Quote from: crazy canuck on November 03, 2013, 07:20:50 PM
Quote from: PDH on November 02, 2013, 11:08:03 PM
If we gut the constitution I want the roe.

Nobody ever wants the Wade  :(
In the row v wade debate, the people who favor wade are all wet.  Boat handlers FTW!
The future is all around us, waiting, in moments of transition, to be born in moments of revelation. No one knows the shape of that future or where it will take us. We know only that it is always born in pain.   -G'Kar

Bayraktar!

Razgovory

Well, one of the "purged" generals made the news.

http://www.cnn.com/2013/12/20/us/michael-carey-investigative-report/index.html?hpt=hp_t3

You have to be a really sloppy drunk to embarrass the Russians.
I've given it serious thought. I must scorn the ways of my family, and seek a Japanese woman to yield me my progeny. He shall live in the lands of the east, and be well tutored in his sacred trust to weave the best traditions of Japan and the Sacred South together, until such time as he (or, indeed his house, which will periodically require infusion of both Southern and Japanese bloodlines of note) can deliver to the South it's independence, either in this world or in space.  -Lettow April of 2011

Raz is right. -MadImmortalMan March of 2017

Phillip V

Check out former Defense Secretary Robert Gates new memoir. :wacko:

Siege



"All men are created equal, then some become infantry."

"Those who beat their swords into plowshares will plow for those who don't."

"Laissez faire et laissez passer, le monde va de lui même!"


Razgovory

I've given it serious thought. I must scorn the ways of my family, and seek a Japanese woman to yield me my progeny. He shall live in the lands of the east, and be well tutored in his sacred trust to weave the best traditions of Japan and the Sacred South together, until such time as he (or, indeed his house, which will periodically require infusion of both Southern and Japanese bloodlines of note) can deliver to the South it's independence, either in this world or in space.  -Lettow April of 2011

Raz is right. -MadImmortalMan March of 2017

Valmy

Quote from: Phillip V on January 07, 2014, 07:30:52 PM
Check out former Defense Secretary Robert Gates new memoir. :wacko:

Probably do not have time.  What did he say?
Quote"This is a Russian warship. I propose you lay down arms and surrender to avoid bloodshed & unnecessary victims. Otherwise, you'll be bombed."

Zmiinyi defenders: "Russian warship, go fuck yourself."

Admiral Yi

The soundbite on CNN was that "Obama didn't believe in his own military strategy."

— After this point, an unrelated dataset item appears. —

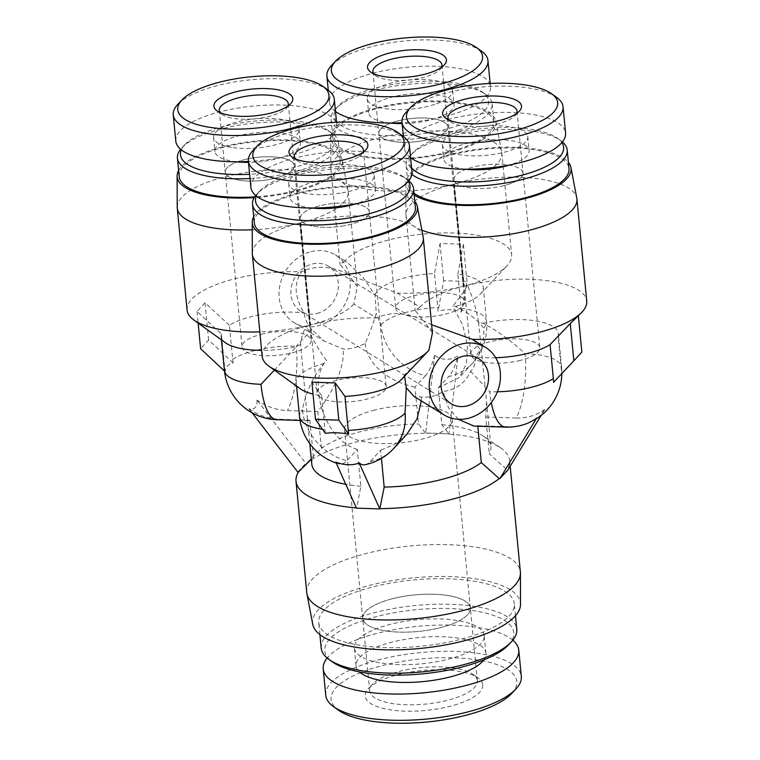 <?xml version="1.0" encoding="UTF-8"?>
<svg xmlns="http://www.w3.org/2000/svg" width="760" height="760" viewBox="0 0 760 760"><rect width="100%" height="100%" fill="white"/><g stroke="black" fill="none" stroke-linecap="round" stroke-linejoin="round"><path stroke-width="0.57" stroke-dasharray="3.8 2.85" d="M317.024 313.462A26.419 22.667 121.6 0 0 337.592 291.887A26.419 22.667 121.6 0 0 328.481 266.238A26.419 22.667 121.6 0 0 295.336 276.849A26.419 22.667 121.6 0 0 300.798 311.229A26.419 22.667 121.6 0 0 317.024 313.462M311.068 251.636A39.624 34 -58.4 0 1 335.407 254.98A39.624 34 -58.4 0 1 349.068 293.474A39.624 34 -58.4 0 1 318.212 325.831A39.624 34 -58.4 0 1 293.873 322.477A39.624 34 -58.4 0 1 280.212 283.993A39.624 34 -58.4 0 1 311.068 251.636M344.888 260.917L340.043 264.252L348.622 274.74C339.397 269.22 319.647 262.837 301.568 271.852C291.422 286.434 297.549 301.948 304.123 313.025C305.064 319.409 307.648 324.928 311.885 329.584L324.064 341.05L343.292 349.001C350.274 349.258 357.513 347.434 364.999 343.52C368.562 336.176 372.324 326.116 376.285 313.329L375.031 295.127L363.546 278.027L346.959 262.095L344.888 260.917A85.852 29.155 174.5 0 1 438.216 233.064A85.852 29.155 174.5 0 1 511.642 254.847A85.852 29.155 174.5 0 1 506.882 265.876A85.852 29.155 174.5 0 1 467.381 285.219C463.952 291.868 459.021 298.86 452.589 306.204L455.515 306.403C468.359 312.778 477.717 320.017 483.607 328.12A54.483 47.899 42.7 0 1 472.302 363.423A54.483 47.899 42.7 0 1 448.733 376.504A53.057 17.736 91.9 0 0 457.9 356.108A33.554 11.39 -5.5 0 0 457.653 356.05L457.9 356.108M419.985 307.135L415.15 310.46L423.719 320.957C414.276 315.144 394.155 309.244 376.666 318.07L353.837 304.019L357.314 286.577L348.622 274.74L397.157 293.084L419.985 307.135A85.852 29.155 174.5 0 1 463.733 286.178A85.852 29.155 174.5 0 1 397.157 293.084M432.421 332.794L423.719 320.957L431.651 324.757M404.586 376.143L404.443 374.765L414.39 365.712M425.904 353.476L428.934 350.236M474.05 340.299L480.197 349.809L475.351 356.858C475.646 363.261 474.059 368.096 470.582 371.355C465.139 383.23 455.943 389.947 442.994 391.514C436.458 396.017 429.219 397.841 421.277 396.995L413.887 396.33M434.577 355.347L434.901 355.309A33.554 11.39 -5.5 0 0 434.577 355.347A53.057 17.736 -88.1 0 1 425.401 375.744A54.483 47.899 42.7 0 1 380.959 324.786L376.305 313.538M425.401 375.744L414.96 387.049L418.513 423.938L425.647 433.276A107.312 36.442 174.5 0 1 437.541 433.409A107.312 36.442 174.5 0 1 448.979 434.036L457.938 356.06M364.999 343.52C368.22 366.643 390.555 382.08 414.96 387.049M375.031 295.127A54.483 18.506 174.5 0 1 434.501 273.495L437.779 307.496A53.057 17.736 -88.1 0 1 438.092 311.286A36.736 31.663 144.8 0 1 461.415 312.047L466.972 281.428L443.64 280.668L438.092 311.286M380.959 324.786A54.483 18.506 174.5 0 1 437.779 307.496M461.415 312.047A53.057 17.736 91.9 0 0 461.111 308.256L457.833 274.246A54.483 18.506 174.5 0 1 483.236 287.223A54.483 18.506 174.5 0 1 480.225 294.224A54.483 18.506 174.5 0 1 455.515 306.403M457.833 274.246L463.391 244.235L440.059 243.476L434.501 273.495M421.866 230.204A85.852 29.155 174.5 0 1 414.637 226.66A85.852 29.155 174.5 0 1 406.001 215.498A85.852 29.155 174.5 0 1 405.954 214.576A85.852 29.155 174.5 0 1 453.91 184.167A85.852 29.155 174.5 0 1 339.54 180.452A85.852 29.155 174.5 0 1 330.894 169.28A85.852 29.155 174.5 0 1 330.856 168.359A85.852 29.155 174.5 0 1 378.803 137.95A85.852 29.155 174.5 0 1 501.685 151.915A85.852 29.155 174.5 0 1 501.818 152.827A85.852 29.155 174.5 0 1 453.91 184.167L463.733 286.178A85.852 29.155 174.5 0 1 467.466 285.276A85.852 29.155 174.5 0 1 586.739 301.065M544.625 409.469L544.644 409.583A33.554 11.39 -5.5 0 0 544.625 409.469A53.057 46.645 42.7 0 1 516.173 418A54.483 18.221 91.9 0 0 524.998 353.59C510.692 340.309 496.707 330.22 483.027 323.332L478.581 322.192C476.406 309.558 472.701 297.255 467.466 285.276A89.984 30.561 174.5 0 0 467.381 285.219A85.852 29.155 174.5 0 1 463.733 286.178L453.91 184.167A85.852 29.155 174.5 0 1 568.271 187.872A85.852 29.155 174.5 0 1 576.783 198.132M262.181 356.307A85.852 29.155 174.5 0 1 306.441 325.926C311.666 337.915 318.383 349.457 326.581 360.563L323.969 363.489C312.997 376.599 305.815 392.036 302.423 409.783A54.483 47.899 -137.3 0 0 346.864 460.75A53.057 17.736 -88.1 0 1 338.894 463.875A53.057 17.736 -88.1 0 1 335.863 462.175M325.327 433.323A53.057 17.736 -88.1 0 1 324.919 429.647L321.651 395.637A54.483 18.506 174.5 0 1 313.053 394.079M300.533 388.968A54.483 18.506 174.5 0 1 296.238 382.669A54.483 18.506 174.5 0 1 323.969 363.489M321.651 395.637L311.904 382.175M404.443 374.765A54.483 18.506 174.5 0 1 401.688 379.221M353.837 304.019A85.852 29.155 174.5 0 1 310.089 324.966A85.852 29.155 174.5 0 1 376.666 318.07M252.32 253.365A85.852 29.155 174.5 0 1 300.267 222.946A85.852 29.155 174.5 0 1 414.637 226.66A85.852 29.155 174.5 0 1 423.149 236.911M177.222 207.148A85.852 29.155 174.5 0 1 243.409 172.966A85.852 29.155 174.5 0 1 339.54 180.452A85.852 29.155 174.5 0 1 348.051 190.703A85.852 29.155 174.5 0 1 348.175 191.615A85.852 29.155 174.5 0 1 300.267 222.946L310.089 324.966A85.852 29.155 174.5 0 1 306.356 325.869A85.852 29.155 174.5 0 1 259.834 331.892M249.137 408.804L249.128 408.699A33.554 11.39 -5.5 0 0 249.137 408.804A53.057 46.645 -137.3 0 0 279.423 419.244L309.842 420.233L308.531 420.717L307.43 418.855L300.599 344.574C300.998 338.76 302.917 332.528 306.356 325.869A89.984 30.561 174.5 0 0 306.441 325.926A85.852 29.155 174.5 0 1 310.089 324.966L300.267 222.946A85.852 29.155 174.5 0 1 252.244 229.786M495.681 357.732A54.483 18.506 174.5 0 1 475.351 356.858M574.208 320.359L578.274 314.934L558.087 335.948L561.364 369.949A53.057 46.645 42.7 0 1 561.583 373.683L553.575 382.346M483.027 323.332A54.483 18.506 174.5 0 1 558.343 333.431A54.483 18.506 174.5 0 1 558.087 335.948M374.727 410.048A54.074 18.363 -5.5 0 0 344.546 429.78A54.074 18.363 -5.5 0 0 400.13 442.88A54.074 18.363 -5.5 0 0 452.19 419.416A54.074 18.363 -5.5 0 0 374.727 410.048M392.882 598.623A54.074 18.363 -5.5 0 0 362.71 618.364A54.074 18.363 -5.5 0 0 418.294 631.456A54.074 18.363 -5.5 0 0 470.354 608A54.074 18.363 -5.5 0 0 392.882 598.623M461.225 296.979A34.675 11.771 174.5 0 1 464.712 301.483A34.675 11.771 174.5 0 1 431.328 316.53A34.675 11.771 174.5 0 1 395.684 308.132A34.675 11.771 174.5 0 1 421.866 294.044A34.675 11.771 174.5 0 1 461.225 296.979M444.401 122.312A34.675 11.771 174.5 0 1 447.897 126.816A34.675 11.771 174.5 0 1 414.504 141.864A34.675 11.771 174.5 0 1 378.869 133.465A34.675 11.771 174.5 0 1 405.051 119.377A34.675 11.771 174.5 0 1 444.401 122.312M261.402 334.267A34.675 11.771 174.5 0 1 311.077 340.271A34.675 11.771 174.5 0 1 277.695 355.319A34.675 11.771 174.5 0 1 242.05 346.921A34.675 11.771 174.5 0 1 261.402 334.267M244.577 159.6A34.675 11.771 174.5 0 1 294.253 165.604A34.675 11.771 174.5 0 1 260.87 180.652A34.675 11.771 174.5 0 1 225.236 172.254A34.675 11.771 174.5 0 1 244.577 159.6M320.644 397.641A34.675 11.771 174.5 0 1 317.148 393.129A34.675 11.771 174.5 0 1 350.531 378.09A34.675 11.771 174.5 0 1 386.175 386.488A34.675 11.771 174.5 0 1 359.993 400.577A34.675 11.771 174.5 0 1 320.644 397.641M303.82 222.975A34.675 11.771 174.5 0 1 300.333 218.462A34.675 11.771 174.5 0 1 333.716 203.423A34.675 11.771 174.5 0 1 369.351 211.821A34.675 11.771 174.5 0 1 343.178 225.91A34.675 11.771 174.5 0 1 303.82 222.975M434.615 355.3L425.647 433.276A107.312 36.442 174.5 0 0 306.432 463.372L305.757 463.353L257.146 400.14A33.554 11.39 -5.5 0 0 256.937 400.244L257.032 400.13M309.842 420.233L313.395 457.121L311.305 459.202M249.023 408.804L252.13 412.832M298.423 472.045A107.312 36.442 174.5 0 1 301.748 467.685A107.312 36.442 174.5 0 1 306.432 463.372L321.404 448.447L317.851 411.568C328.13 397.831 344.698 372.58 343.292 349.001M317.851 411.568L287.432 410.58A53.057 46.645 42.7 0 1 257.146 400.14M311.885 329.584L296.267 346.161A54.483 18.221 -88.1 0 1 287.432 410.58M300.599 344.574L296.457 346.56A54.483 18.506 174.5 0 1 261.611 350.369M274.36 370.12L296.457 346.56M279.423 419.244A54.483 18.221 -88.1 0 1 276.877 419.691M380.028 508.658A107.312 36.442 174.5 0 1 368.125 508.535A107.312 36.442 174.5 0 1 356.697 507.908L360.858 486.333L357.305 449.445L346.864 460.75M224.475 371.041L225.169 371.688A36.736 17.508 -136.8 0 1 233.177 363.014A53.057 46.645 42.7 0 1 232.674 359.28L229.396 325.27A54.483 18.506 174.5 0 1 304.123 313.025M229.396 325.27L205.029 302.812L197.02 311.486L221.388 333.944L224.666 367.945A53.057 46.645 -137.3 0 0 225.169 371.688M225.435 342.75A54.483 18.506 174.5 0 1 221.141 336.452A54.483 18.506 174.5 0 1 221.388 333.944M187.083 310.089A85.852 29.155 174.5 0 1 301.568 271.852M425.885 433.029L449.207 433.779M297.749 472.026L305.757 463.353M365.161 464.721A53.057 17.736 91.9 0 0 370.196 461.5L380.637 450.205L381.425 458.384M370.196 461.5A54.483 47.899 -137.3 0 0 393.765 448.428M421.277 396.995L421.334 400.909M406.771 434.34L394.887 444.153L380.637 450.205M357.305 449.445C321.461 438.387 308.009 378.385 326.581 360.563M440.059 243.476L443.64 280.668M466.972 281.428L463.391 244.235M457.653 356.05A21.375 19.598 127.3 0 1 434.901 355.309M461.111 308.256A54.483 18.506 174.5 0 1 465.224 308.883A54.483 18.506 174.5 0 1 486.514 321.233A54.483 18.506 174.5 0 1 483.607 328.12M377.093 107.815A82.963 28.177 174.5 0 1 495.833 121.305A82.963 28.177 174.5 0 1 416.081 158.184A82.963 28.177 174.5 0 1 330.752 137.199A82.963 28.177 174.5 0 1 377.093 107.815M233.177 363.014L208.611 340.005L200.602 348.678M197.02 311.486L198.141 323.095M208.611 340.005L205.029 302.812M256.937 400.244A21.375 10.003 -124.9 0 1 249.128 408.699M224.418 370.462A54.483 18.506 174.5 0 1 224.666 367.945M232.674 359.28A54.483 18.506 174.5 0 1 235.534 357.627A54.483 18.506 174.5 0 1 296.267 346.161M178.619 170.468A82.963 28.177 174.5 0 1 264.974 140.248A82.963 28.177 174.5 0 1 342.199 160.094A82.963 28.177 174.5 0 1 254.21 197.629M441.835 424.697A89.984 30.561 174.5 0 1 483.123 436.002L500.365 447.697A107.312 36.442 174.5 0 0 498.864 446.728A107.312 36.442 174.5 0 0 448.979 434.036L441.835 424.697L438.283 387.809L459.287 377.511L466.402 364.012L467.514 345.714L462.745 325.062L452.589 306.204M438.283 387.809L448.733 376.504M324.919 429.647A54.483 18.506 174.5 0 1 322.487 429.295M299.516 416.67A54.483 18.506 174.5 0 1 302.423 409.783M253.716 216.676A82.963 28.177 174.5 0 1 332.139 187.093A82.963 28.177 174.5 0 1 414.77 201.172M360.858 486.333A89.984 30.561 174.5 0 1 345.752 484.31M311.78 464.132A89.984 30.561 174.5 0 1 313.395 457.121M321.404 448.447A89.984 30.561 174.5 0 1 418.513 423.938M483.123 436.002A89.984 30.561 174.5 0 1 490.912 446.889A89.984 30.561 174.5 0 1 489.307 453.901L507.252 469.898A107.312 36.442 174.5 0 1 503.928 474.249A107.312 36.442 174.5 0 1 499.244 478.562M500.365 447.697A107.312 36.442 174.5 0 1 509.656 460.683A107.312 36.442 174.5 0 1 507.252 469.898L507.927 469.917M477.793 426.217L477.745 425.685L473.964 426.094M458.356 419.283L448.428 407.626L442.994 391.514M478.581 322.192L486.552 401.603L485.754 417.022L489.307 453.901M520.457 360.354A34.675 11.771 174.5 0 1 470.782 354.35A34.675 11.771 174.5 0 1 504.165 339.302A34.675 11.771 174.5 0 1 539.809 347.7A34.675 11.771 174.5 0 1 520.457 360.354M503.642 185.687A34.675 11.771 174.5 0 1 453.967 179.673A34.675 11.771 174.5 0 1 487.35 164.635A34.675 11.771 174.5 0 1 522.994 173.033A34.675 11.771 174.5 0 1 503.642 185.687M578.274 314.934L578.369 315.932M581.856 352.127L561.583 373.683M516.173 418L485.754 417.022M544.739 409.478L541.101 415.463M477.745 425.685L508.155 426.673A53.057 46.645 -137.3 0 0 524.922 424.251M537.434 418.104A21.375 1.776 123.9 0 0 544.644 409.583M470.582 371.355L489.763 391.733A54.483 18.221 91.9 0 0 491.302 402.629M497.401 391.78A54.483 18.506 174.5 0 1 489.763 391.733M505.609 427.12A54.483 18.221 91.9 0 0 508.155 426.673M524.998 353.59A54.483 18.506 174.5 0 1 561.611 367.441L561.611 367.441A54.483 18.506 174.5 0 1 561.364 369.949M414.181 195.054A82.963 28.177 174.5 0 1 405.849 183.416A82.963 28.177 174.5 0 1 469.813 150.385A82.963 28.177 174.5 0 1 562.714 157.614A82.963 28.177 174.5 0 1 568.404 162.383M306.736 592.553A107.312 36.442 174.5 0 1 387.771 548.948A107.312 36.442 174.5 0 1 509.58 558.02A107.312 36.442 174.5 0 1 520.372 571.976M312.74 624.302A104.424 35.463 174.5 0 1 389.851 581.029A104.424 35.463 174.5 0 1 509.969 589.589A104.424 35.463 174.5 0 1 520.533 604.285M325.745 695.248A98.239 33.364 174.5 0 1 420.327 652.621A98.239 33.364 174.5 0 1 521.312 676.409M511.661 693.519A93.28 31.683 -5.5 0 0 516.857 681.881A93.28 31.683 -5.5 0 0 404.443 661.029A93.28 31.683 -5.5 0 0 338.476 710.192M482.742 685.035A59.023 20.045 174.5 0 1 414.741 711.132A59.023 20.045 174.5 0 1 368.486 688.541A59.023 20.045 174.5 0 1 422.047 670.51A59.023 20.045 174.5 0 1 478.068 677.986A59.023 20.045 174.5 0 1 482.742 685.035M512.819 640.176A98.239 33.364 -5.5 0 0 417.8 626.344A98.239 33.364 -5.5 0 0 327.161 658.056M477.365 680.856A54.074 18.363 -5.5 0 0 477.346 680.646A54.074 18.363 -5.5 0 0 473.081 674.395A54.074 18.363 -5.5 0 0 421.762 667.546A54.074 18.363 -5.5 0 0 372.704 684.057A54.074 18.363 -5.5 0 0 369.702 691.011A54.074 18.363 -5.5 0 0 424.983 704.14A54.074 18.363 -5.5 0 0 477.365 680.856M470.373 608.2A54.074 18.363 174.5 0 1 417.99 631.484A54.074 18.363 174.5 0 1 362.71 618.364A54.074 18.363 174.5 0 1 414.77 594.899A54.074 18.363 174.5 0 1 470.354 608A54.074 18.363 174.5 0 1 470.373 608.2M483.721 659.984A65.218 22.144 -5.5 0 0 485.934 653.553A65.218 22.144 -5.5 0 0 485.916 653.296A65.218 22.144 -5.5 0 0 418.874 637.507A65.218 22.144 -5.5 0 0 356.079 665.798A65.218 22.144 -5.5 0 0 359.499 671.944M508.525 644.879A94.933 32.243 -5.5 0 0 513.808 633.033A94.933 32.243 -5.5 0 0 399.409 611.819A94.933 32.243 -5.5 0 0 332.281 661.846M321.204 648.1A98.239 33.364 174.5 0 1 415.786 605.473A98.239 33.364 174.5 0 1 516.771 629.27M484.215 635.769A65.218 22.144 -5.5 0 0 484.196 635.521A65.218 22.144 -5.5 0 0 417.164 619.732A65.218 22.144 -5.5 0 0 354.369 648.024A65.218 22.144 -5.5 0 0 421.04 663.86A65.218 22.144 -5.5 0 0 484.215 635.769M514.339 604.133A98.239 33.364 -5.5 0 0 514.311 603.763A98.239 33.364 -5.5 0 0 413.335 579.966A98.239 33.364 -5.5 0 0 318.744 622.592A98.239 33.364 -5.5 0 0 419.178 646.437A98.239 33.364 -5.5 0 0 514.339 604.133M362.995 152.266A34.675 11.771 174.5 0 1 361.484 154.441A34.675 11.771 174.5 0 1 336.043 164.264A34.675 11.771 174.5 0 1 297.113 160.645A34.675 11.771 174.5 0 1 295.212 158.792M342 226.1A34.675 11.771 -5.5 0 0 369.351 211.821A34.675 11.771 -5.5 0 0 333.716 203.423A34.675 11.771 -5.5 0 0 300.333 218.462A34.675 11.771 -5.5 0 0 342 226.1M403.037 136.202A80.902 27.474 -5.5 0 0 326.258 125.96A80.902 27.474 -5.5 0 0 252.842 150.67M250.895 187.34A80.902 27.474 174.5 0 1 328.785 152.237A80.902 27.474 174.5 0 1 411.948 171.836M340.28 193.154A42.93 14.582 174.5 0 1 288.695 183.701A42.93 14.582 174.5 0 1 330.02 165.082A42.93 14.582 174.5 0 1 374.148 175.475A42.93 14.582 174.5 0 1 340.28 193.154M256.367 196.004A77.596 26.353 174.5 0 1 259.815 190.959A77.596 26.353 174.5 0 1 330.229 167.266A77.596 26.353 174.5 0 1 403.873 177.089A77.596 26.353 174.5 0 1 408.234 181.383M408.776 180.718A80.902 27.474 -5.5 0 0 407.198 179.483A80.902 27.474 -5.5 0 0 330.419 169.243A80.902 27.474 -5.5 0 0 257.013 193.952A80.902 27.474 -5.5 0 0 255.702 195.462M311.543 208.012A42.93 14.582 174.5 0 1 290.035 197.619A42.93 14.582 174.5 0 1 331.36 178.989A42.93 14.582 174.5 0 1 375.487 189.382A42.93 14.582 174.5 0 1 356.354 203.699M254.315 222.898A80.902 27.474 174.5 0 1 332.205 187.796A80.902 27.474 174.5 0 1 415.368 207.385M516.629 113.477A34.675 11.771 174.5 0 1 515.119 115.653A34.675 11.771 174.5 0 1 483.654 126.245A34.675 11.771 174.5 0 1 450.747 121.856A34.675 11.771 174.5 0 1 448.846 120.004M522.928 172.625A34.675 11.771 -5.5 0 0 486.742 164.692A34.675 11.771 -5.5 0 0 453.967 179.673A34.675 11.771 -5.5 0 0 489.611 188.071A34.675 11.771 -5.5 0 0 522.994 173.033A34.675 11.771 -5.5 0 0 522.928 172.625M556.672 97.422A80.902 27.474 -5.5 0 0 479.892 87.172A80.902 27.474 -5.5 0 0 406.476 111.881M410.58 157.671A80.902 27.474 174.5 0 1 404.529 148.552A80.902 27.474 174.5 0 1 481.013 113.591A80.902 27.474 174.5 0 1 565.44 132.097A80.902 27.474 174.5 0 1 565.582 133.048M527.706 136.182A42.93 14.582 174.5 0 1 527.782 136.686A42.93 14.582 174.5 0 1 486.447 155.316A42.93 14.582 174.5 0 1 442.329 144.913A42.93 14.582 174.5 0 1 482.904 126.369A42.93 14.582 174.5 0 1 527.706 136.182M411.549 167.675A77.596 26.353 174.5 0 1 413.449 152.18A77.596 26.353 174.5 0 1 483.873 128.478A77.596 26.353 174.5 0 1 557.517 138.31A77.596 26.353 174.5 0 1 561.868 142.595M562.409 141.93A80.902 27.474 -5.5 0 0 560.832 140.704A80.902 27.474 -5.5 0 0 484.063 130.454A80.902 27.474 -5.5 0 0 410.647 155.163A80.902 27.474 -5.5 0 0 406.163 165.556A80.902 27.474 -5.5 0 0 411.844 174.391M465.177 169.224A42.93 14.582 174.5 0 1 443.669 158.831A42.93 14.582 174.5 0 1 484.243 140.277A42.93 14.582 174.5 0 1 529.045 150.09A42.93 14.582 174.5 0 1 529.121 150.603A42.93 14.582 174.5 0 1 509.988 164.91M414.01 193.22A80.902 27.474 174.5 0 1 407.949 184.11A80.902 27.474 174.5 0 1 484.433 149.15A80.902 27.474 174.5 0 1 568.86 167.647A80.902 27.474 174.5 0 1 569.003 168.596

Which, if I'm correct in assuming refers to Afghanistan, is not a real shocker.  But still not good for Barry to have it said out loud.

Valmy

Quote from: Admiral Yi on January 08, 2014, 01:14:17 PM
The soundbite on CNN was that "Obama didn't believe in his own military strategy."

Which, if I'm correct in assuming refers to Afghanistan, is not a real shocker.  But still not good for Barry to have it said out loud.

Yeah that is the sort of thing you want your biographer to discover a few years after your death.
Quote"This is a Russian warship. I propose you lay down arms and surrender to avoid bloodshed & unnecessary victims. Otherwise, you'll be bombed."

Zmiinyi defenders: "Russian warship, go fuck yourself."

Siege

A surge with time limit cannot work.
The Taliban is just waiting.



"All men are created equal, then some become infantry."

"Those who beat their swords into plowshares will plow for those who don't."

"Laissez faire et laissez passer, le monde va de lui même!"


Phillip V

Quote from: Valmy on January 08, 2014, 01:04:37 PM
Quote from: Phillip V on January 07, 2014, 07:30:52 PM
Check out former Defense Secretary Robert Gates new memoir. :wacko:

Probably do not have time.  What did he say?

Robert Gates served both President Bush and President Obama as Secretary of Defense, overseeing the drawdown in Iraq and the escalation in Afghanistan. I admired his calmness and neutral team-playing. 3 years after retiring, he releases his obligatory book:

http://blogs.wsj.com/washwire/2014/01/07/top-10-revelations-from-robert-gatess-memoir/

Some takeaways:

1. Contempt for Congress
Mr. Gates expresses open disdain for Congress and the way lawmakers treated him when he testified at hearings. "I saw most of Congress as uncivil, incompetent at fulfilling their basic constitutional responsibilities (such as timely appropriations), micromanagerial, parochial, hypocritical, egotistical, thin-skinned and prone to put self (and re-election) before country." Mr. Gates said he fantasized about storming out of hearings and quitting. "There is no son of a bitch in the world who can talk to me like that," he writes of his fantasy.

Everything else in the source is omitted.